Now, in this Book the Lord seems sometimes to knock Ephraim to pieces and then to put him together again. Sometimes we find denunciations against his backslidings, and then when Ephraim is broken to pieces the Lord seeks to raise him up, as he says in the 13th chapter, "When Ephraim spoke trembling, he exalted himself in Israel." When he was humble and broken down—broken so as to tremble at the majesty of God—he exalted himself—that is, God exalted him, for God exalts the humble; "but when he became guilty of Baal worship, he died"—the life of God seemed to be extinct in his soul. Now, in this last chapter the Lord speaks very comfortably, and he says, "O Ephraim," that is Israel, "return unto the Lord your God, for you have fallen by your iniquity."

Never think to stand upright by your own self-righteousness—you have fallen by your iniquity, and now you must humble yourself before the Lord your God. Turn to the Lord your God and say unto him, "Take away all iniquity and receive us graciously, so will we render the calves of our lips"—that is, we will sing and praise your holy name. "Asshur shall not save us," that is the king of Assyria, "we will not ride upon horses," that is the devices of men, "neither will we say any more to the work of our hands, You are our gods"—our idols are self and self-righteousness—"for in you the fatherless finds mercy."

Well, I need not go on with the chapter.
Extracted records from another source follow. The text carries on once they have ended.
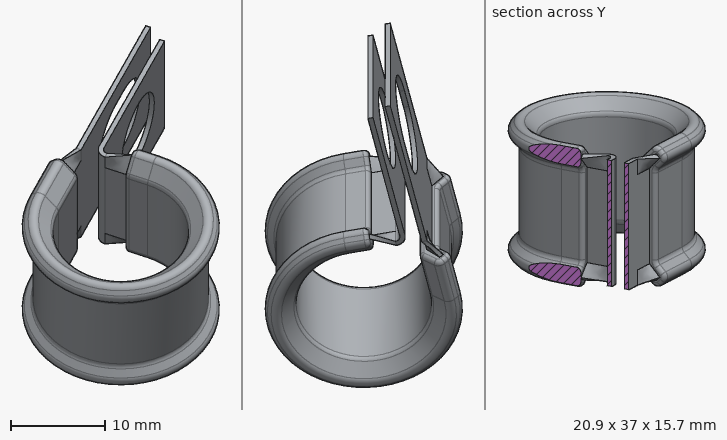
import cadquery as cq
import math


loop_outer_radius = 10.45
cushion_height = 15.65
rim_lean = 45
loop_angle = 270
strap_thickness = 0.57
cushion_cover = 0.78
strap_inner_radius = 7.96
end_round = 0.5

slot_tab_leg = 5.44
hole_tab_leg = 2.65

slot_tab_end = 26.59
hole_tab_end = 25.4
tab_gap = 1.55
bend_inner_radius = 0.6
flare_root_y = 7.9
overlap = 1.0
flare_root_depth = 1.72
flare_overreach = 0.12

hole_center_y = 18.27
hole_diameter = 8.7
slot_width = 8.9
slot_length = 11.1

strap_outer_radius = strap_inner_radius + strap_thickness
wall_outer_radius = strap_outer_radius + cushion_cover
half_height = cushion_height / 2
strap_half_width = half_height - cushion_cover
strap_width = 2 * strap_half_width

lean_sin = math.sin(math.radians(rim_lean))
lean_cos = math.cos(math.radians(rim_lean))
lean_tan = math.tan(math.radians(rim_lean))
edge_outer_r = loop_outer_radius - cushion_cover
edge_outer_z = strap_half_width - strap_thickness * lean_sin
edge_inner_r = edge_outer_r - strap_thickness * lean_cos
edge_inner_z = strap_half_width
inner_bend_z = edge_inner_z - (edge_inner_r - strap_inner_radius) / lean_tan

lean_face_r = edge_outer_r + cushion_cover * lean_cos
lean_face_z = edge_outer_z - cushion_cover * lean_sin
rim_corner_z = lean_face_z - (lean_face_r - wall_outer_radius) / lean_tan
rim_fillet_z = rim_corner_z - cushion_cover * math.tan(math.radians(rim_lean / 2))
rim_fillet_r = wall_outer_radius + cushion_cover

hole_tab_x = -strap_inner_radius + tab_gap
bend_outer_radius = bend_inner_radius + strap_thickness
bend_center_x = hole_tab_x + bend_outer_radius
bend_center_y = strap_inner_radius + bend_outer_radius
flat_half_width = strap_half_width - flare_root_depth


def cover_arc(center_r, center_z, start_angle, end_angle):
    """Start, middle and end points of an arc of cushion cover radius, angles in degrees."""
    points = []
    for angle in (start_angle, (start_angle + end_angle) / 2, end_angle):
        turn = math.radians(angle)
        points.append((center_r + cushion_cover * math.cos(turn), center_z + cushion_cover * math.sin(turn)))
    return points


def mirrored(point):
    """Point reflected across the XY plane of the part."""
    return (point[0], -point[1])


def cushion_section(workplane):
    """Cushion section in (radius, z): a straight wall with a rounded rim leaning out at each end."""
    inner_bend = cover_arc(strap_inner_radius, inner_bend_z, 180, 180 - rim_lean)
    top_round = cover_arc(edge_inner_r, edge_inner_z, 180 - rim_lean, 90 - rim_lean)
    side_round = cover_arc(edge_outer_r, edge_outer_z, 90 - rim_lean, -rim_lean)
    wall_fillet = cover_arc(rim_fillet_r, rim_fillet_z, 180 - rim_lean, 180)
    arcs = [inner_bend, top_round, side_round, wall_fillet]
    lower_arcs = [[mirrored(p) for p in reversed(arc)] for arc in reversed(arcs)]

    section = workplane.moveTo(*mirrored(inner_bend[0]))
    for start, middle, end in arcs + lower_arcs:
        section = section.lineTo(*start).threePointArc(middle, end)
    return section.close()


def slot_side_plane(y):
    """Plane across the slot tab side of the strap, with radius and Z as its local axes."""
    return cq.Plane(origin=(0, y, 0), xDir=(-1, 0, 0), normal=(0, 1, 0))


def hole_side_plane(x):
    """Plane across the hole tab side of the strap, with radius and Z as its local axes."""
    return cq.Plane(origin=(x, 0, 0), xDir=(0, 1, 0), normal=(-1, 0, 0))


def make_cushion():
    """Loop of cushion with a straight leg, rounded at its cut end, on each side of the opening."""
    loop = cushion_section(cq.Workplane(slot_side_plane(0))).revolve(loop_angle, (0, 0), (0, 1))
    slot_leg = cushion_section(cq.Workplane(slot_side_plane(0))).extrude(slot_tab_leg)
    slot_leg = slot_leg.faces(">Y").edges().fillet(end_round)
    hole_leg = cushion_section(cq.Workplane(hole_side_plane(0))).extrude(hole_tab_leg)
    hole_leg = hole_leg.faces("<X").edges().fillet(end_round)
    return loop.union(slot_leg).union(hole_leg)


def strap_box(x_range, y_range, width):
    """Flat piece of strap centred on the XY plane."""
    x_length = x_range[1] - x_range[0]
    y_length = y_range[1] - y_range[0]
    piece = cq.Workplane("XY").box(x_length, y_length, width, centered=(False, False, True))
    return piece.translate((x_range[0], y_range[0], 0))


def make_flares(cushion_plane, length):
    """Strap edge strips that turn from flat to leaning where they meet the cushion."""
    leaning_section = [
        (strap_inner_radius, flat_half_width),
        (strap_outer_radius, flat_half_width),
        (edge_outer_r + flare_overreach, edge_outer_z),
        (edge_inner_r + flare_overreach, edge_inner_z),
    ]
    flat_section = [
        (strap_inner_radius, flat_half_width),
        (strap_outer_radius, flat_half_width),
        (strap_outer_radius, strap_half_width),
        (strap_inner_radius, strap_half_width),
    ]
    section = cq.Workplane(cushion_plane).polyline(leaning_section).close()
    section = section.workplane(offset=length).polyline(flat_section).close()
    flare = section.loft(ruled=True)
    return flare.union(flare.mirror("XY"))


def make_slot_tab():
    """Straight tab with the slot, running directly on from the cushion leg."""
    x_range = (-strap_outer_radius, -strap_inner_radius)
    tab = strap_box(x_range, (flare_root_y, slot_tab_end), strap_width)
    neck = strap_box(x_range, (slot_tab_leg - overlap, flare_root_y), 2 * flat_half_width)
    flares = make_flares(slot_side_plane(slot_tab_leg), flare_root_y - slot_tab_leg)
    slot = (
        cq.Workplane("YZ", origin=(-strap_outer_radius, hole_center_y, 0))
        .slot2D(slot_length, slot_width)
        .extrude(strap_thickness)
    )
    return tab.union(neck).union(flares).cut(slot)


def make_bend():
    """Quarter turn of the strap from the loop into the hole tab."""
    bend = (
        cq.Workplane("XY", origin=(bend_center_x, bend_center_y, -strap_half_width))
        .circle(bend_outer_radius)
        .circle(bend_inner_radius)
        .extrude(strap_width)
    )
    corner = strap_box((hole_tab_x, bend_center_x), (strap_inner_radius, bend_center_y), strap_width)
    return bend.intersect(corner)


def make_hole_tab():
    """Shorter tab with the round hole, reached through a quarter bend."""
    x_range = (hole_tab_x, hole_tab_x + strap_thickness)
    tab = strap_box(x_range, (bend_center_y, hole_tab_end), strap_width)
    neck = strap_box(
        (bend_center_x, overlap - hole_tab_leg),
        (strap_inner_radius, strap_outer_radius),
        2 * flat_half_width,
    )
    flares = make_flares(hole_side_plane(-hole_tab_leg), -hole_tab_leg - bend_center_x)
    hole = (
        cq.Workplane("YZ", origin=(hole_tab_x, hole_center_y, 0))
        .circle(hole_diameter / 2)
        .extrude(strap_thickness)
    )
    return tab.union(make_bend()).union(neck).union(flares).cut(hole)


result = make_cushion().union(make_slot_tab()).union(make_hole_tab())

Ephraim shall say, "What have I to do any more with idols?" Here is Ephraim brought away from his idols—"I have heard him and observed him; I am like a green fig tree;" and then the words of our text, "From me is your fruit found," as though he would show Ephraim this—"Ephraim, though you are a sinner, let not that cast you down, so that you shall think there never can be any fruit in you—look upward and not to yourself for this fruit."
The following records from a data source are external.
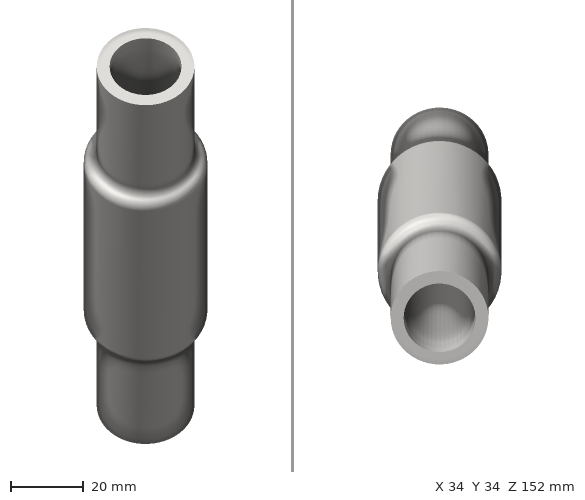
import cadquery as cq
import math

total_length = 152.0
body_diameter = 34.0
neck_diameter = 26.9
bore_diameter = 19.8
neck_length = 37.4
blend_radius = 3.0

body_radius = body_diameter / 2
neck_radius = neck_diameter / 2
half_length = total_length / 2

mid_radius = (neck_radius + body_radius) / 2
blend_angle = math.acos(1 - (mid_radius - neck_radius) / blend_radius)
arc_height = blend_radius * math.sin(blend_angle)
arc_bulge = blend_radius * (1 - math.cos(blend_angle / 2))
arc_half_rise = blend_radius * math.sin(blend_angle / 2)

neck_end_z = half_length - neck_length
mid_z = neck_end_z - arc_height
body_end_z = mid_z - arc_height

body_end = (body_radius, body_end_z)
body_arc_point = (body_radius - arc_bulge, body_end_z + arc_half_rise)
arc_joint = (mid_radius, mid_z)
neck_arc_point = (neck_radius + arc_bulge, neck_end_z - arc_half_rise)
neck_end = (neck_radius, neck_end_z)


def mirrored(point):
    """The same profile point on the lower half of the part."""
    radius, z = point
    return (radius, -z)


def make_outer_body():
    """Solid of revolution about Z: neck, shoulder, body, shoulder, neck."""
    profile = (
        cq.Workplane("XZ")
        .moveTo(0, -half_length)
        .lineTo(neck_radius, -half_length)
        .lineTo(*mirrored(neck_end))
        .threePointArc(mirrored(neck_arc_point), mirrored(arc_joint))
        .threePointArc(mirrored(body_arc_point), mirrored(body_end))
        .lineTo(*body_end)
        .threePointArc(body_arc_point, arc_joint)
        .threePointArc(neck_arc_point, neck_end)
        .lineTo(neck_radius, half_length)
        .lineTo(0, half_length)
        .close()
    )
    return profile.revolve(360, (0, 0, 0), (0, 1, 0))


def make_bore():
    """Straight cylinder through the full length."""
    return cq.Workplane("XY").circle(bore_diameter / 2).extrude(half_length, both=True)


result = make_outer_body().cut(make_bore())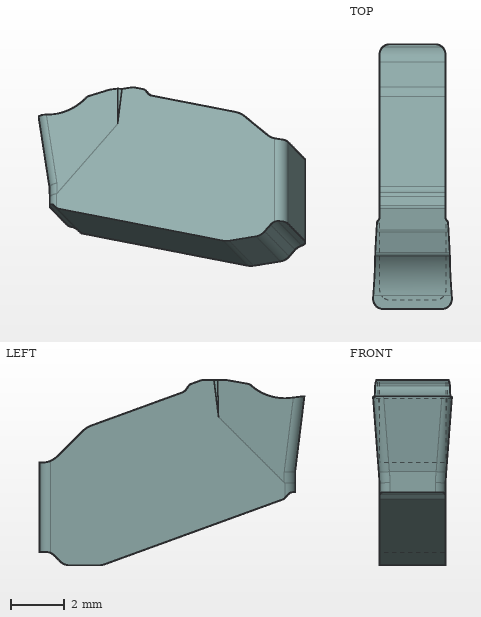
import cadquery as cq
import math


def tan_deg(angle):
    return math.tan(math.radians(angle))


length = 10.0
height = 7.0
shank_width = 2.5
end_radius = 0.4
slope = 20.0

tip_z = 6.39
clearance_angle = 7.0
land_top_z = 3.545
land_y = (tip_z - land_top_z) * tan_deg(clearance_angle)

undercut_z = 2.76
undercut_y = 0.54
nose_y = 0.777
nose_z = 2.5
belly_y = nose_y + nose_z / tan_deg(slope)

lower_bevel_y = 9.57
lower_bevel_z = 0.5
upper_bevel_y = 9.56
upper_bevel_z = 3.885
upper_bevel_run = 1.325
shoulder_y = upper_bevel_y - upper_bevel_run
shoulder_z = upper_bevel_z + upper_bevel_run

riser_foot_y = 4.49
riser_foot_z = shoulder_z + (shoulder_y - riser_foot_y) * tan_deg(slope)
riser_top_y = 4.363
riser_top_z = 6.82
crown_back_y = riser_top_y - (height - riser_top_z) / tan_deg(slope)

crown_front_y = 2.96
breaker_angle = 10.0
breaker_y = 2.08
breaker_z = height - (crown_front_y - breaker_y) * tan_deg(breaker_angle)
rake_angle = 7.0
rake_valley_y = 1.36
rake_valley_z = tip_z - rake_valley_y * tan_deg(rake_angle)

flare_angle = 5.5
flare_corner_y = 3.245
flare_corner_z = 5.603
step_foot_y = 3.42
step_head_y = 3.27
step_head_offset = 0.1

overrun = 1.0
tolerance = 0.001

outline_corners = [
    (0, tip_z, 0),
    (land_y, land_top_z, 0),
    (land_y, undercut_z, 0),
    (undercut_y, undercut_z, 0.25),
    (nose_y, nose_z, 0.1),
    (belly_y, 0, 0.7),
    (lower_bevel_y - lower_bevel_z, 0, 0.5),
    (lower_bevel_y, lower_bevel_z, 0.4),
    (length, lower_bevel_z, 0),
    (length, upper_bevel_z, 0),
    (upper_bevel_y, upper_bevel_z, 0.8),
    (shoulder_y, shoulder_z, 1.0),
    (riser_foot_y, riser_foot_z, 0.4),
    (riser_top_y, riser_top_z, 0.28),
    (crown_back_y, height, 0.3),
    (crown_front_y, height, 0.5),
    (breaker_y, breaker_z, 0.25),
    (rake_valley_y, rake_valley_z, 1.9),
]


def rounded_corner(before, corner, after, radius):
    """Return start, middle and end of the arc that rounds one outline corner."""
    vertex = cq.Vector(*corner)
    to_before = (cq.Vector(*before) - vertex).normalized()
    to_after = (cq.Vector(*after) - vertex).normalized()
    half_angle = to_before.getAngle(to_after) / 2
    tangent = radius / math.tan(half_angle)
    bisector = (to_before + to_after).normalized()
    middle = vertex + bisector * (radius / math.sin(half_angle) - radius)
    return vertex + to_before * tangent, middle, vertex + to_after * tangent


def profile_slab(width):
    """Extrude the side outline to the given width, centred on X = 0."""
    sketch = cq.Workplane("YZ").moveTo(*outline_corners[0][:2])
    count = len(outline_corners)
    for i in range(1, count):
        y, z, radius = outline_corners[i]
        if radius == 0:
            sketch = sketch.lineTo(y, z)
            continue
        before = outline_corners[i - 1][:2]
        after = outline_corners[(i + 1) % count][:2]
        start, middle, end = rounded_corner(before, (y, z), after, radius)
        sketch = sketch.lineTo(start.x, start.y)
        sketch = sketch.threePointArc((middle.x, middle.y), (end.x, end.y))
    return sketch.close().extrude(width / 2, both=True)


def half_space(origin, outward):
    """Return a large block filling the side of a plane opposite to outward."""
    size = 4 * length
    plane = cq.Plane(origin=origin.toTuple(), normal=outward.toTuple())
    return cq.Workplane(plane).rect(size, size).extrude(-size)


def end_block(width):
    """Return a block with the front and back faces of the part, run past its top and bottom."""
    top_z = height + overrun
    top_y = land_y - (top_z - land_top_z) * tan_deg(clearance_angle)
    sketch = cq.Workplane("YZ").moveTo(land_y, -overrun)
    sketch = sketch.lineTo(land_y, land_top_z).lineTo(top_y, top_z)
    sketch = sketch.lineTo(length, top_z).lineTo(length, -overrun)
    return sketch.close().extrude(width / 2, both=True)


def flared_cheek():
    """Return the flared front end on the +X side, reaching in to the centre plane."""
    side_x = shank_width / 2
    corner = cq.Vector(side_x, flare_corner_y, flare_corner_z)
    lean = math.radians(flare_angle)
    diagonal = math.sin(lean) / math.sqrt(2)
    cheek_normal = cq.Vector(math.cos(lean), diagonal, -diagonal)

    step_foot = cq.Vector(side_x, step_foot_y, height)
    step_head = cq.Vector(side_x + step_head_offset, step_head_y, height)
    step_normal = (step_head - step_foot).cross(corner - step_foot)

    cheek = end_block(2 * shank_width)
    cheek = cheek.intersect(half_space(corner, cheek_normal))
    cheek = cheek.intersect(half_space(corner, step_normal))
    inner_side = half_space(cq.Vector(0, 0, 0), cq.Vector(1, 0, 0))
    return cheek.cut(inner_side)


def round_upright_edges(block):
    """Round the edges where the front and back faces of a block meet its sides."""
    def is_upright_end(edge):
        box = edge.BoundingBox()
        at_front = box.ymax < land_y + tolerance
        at_back = box.ymin > length - tolerance
        at_middle_plane = abs(box.xmax) < tolerance
        return (at_front or at_back) and box.zlen > tolerance and not at_middle_plane

    edges = [edge for edge in block.edges().vals() if is_upright_end(edge)]
    return block.newObject(edges).fillet(end_radius)


def rounded_envelope():
    """Return the shank and both cheeks with rounded end edges, untrimmed in height."""
    shank = round_upright_edges(end_block(shank_width))
    cheek = round_upright_edges(flared_cheek())
    return shank.union(cheek).union(cheek.mirror("YZ"))


result = profile_slab(2 * shank_width).intersect(rounded_envelope())

In opening up these words I shall with God's blessing show—

I. What is the fruit called here "your fruit."
II. How this fruit is from the Lord, "from me is your fruit found."
III. How this fruit not only is from the Lord but is found also to be such, and made manifest, for we not only have it from the Lord, but it is found to be from the Lord—"From me is your fruit found."

I. What is the fruit? Now, I sincerely believe that wherever God the Spirit has anything to do with a man's soul—(and oh! if God the Spirit has nothing to do with a man's soul, what a dreadful condition it is in!)—in his quickening and regenerating operations upon it, his communications of life and grace to it, there will always be a desire to bring forth fruit unto God. No child of God can be an Antinomian, especially when God first begins to work upon the heart. If he has been years in the work, there may be a leaning in his wretched heart to this weakness, to this carelessness—but no beginner has any leaning toward, or is ever upset, by this Antinomian devil. On the contrary, his longing is to work out his own righteousness. He is trying to keep the law, working hard to please God by a life of obedience—he is seeking to be holy, and endeavoring to overcome the wicked passions of his heart. So that you never find a child of God under the first teaching who has any leaning towards Antinomianism—it is his desire to please God by his own acts and words.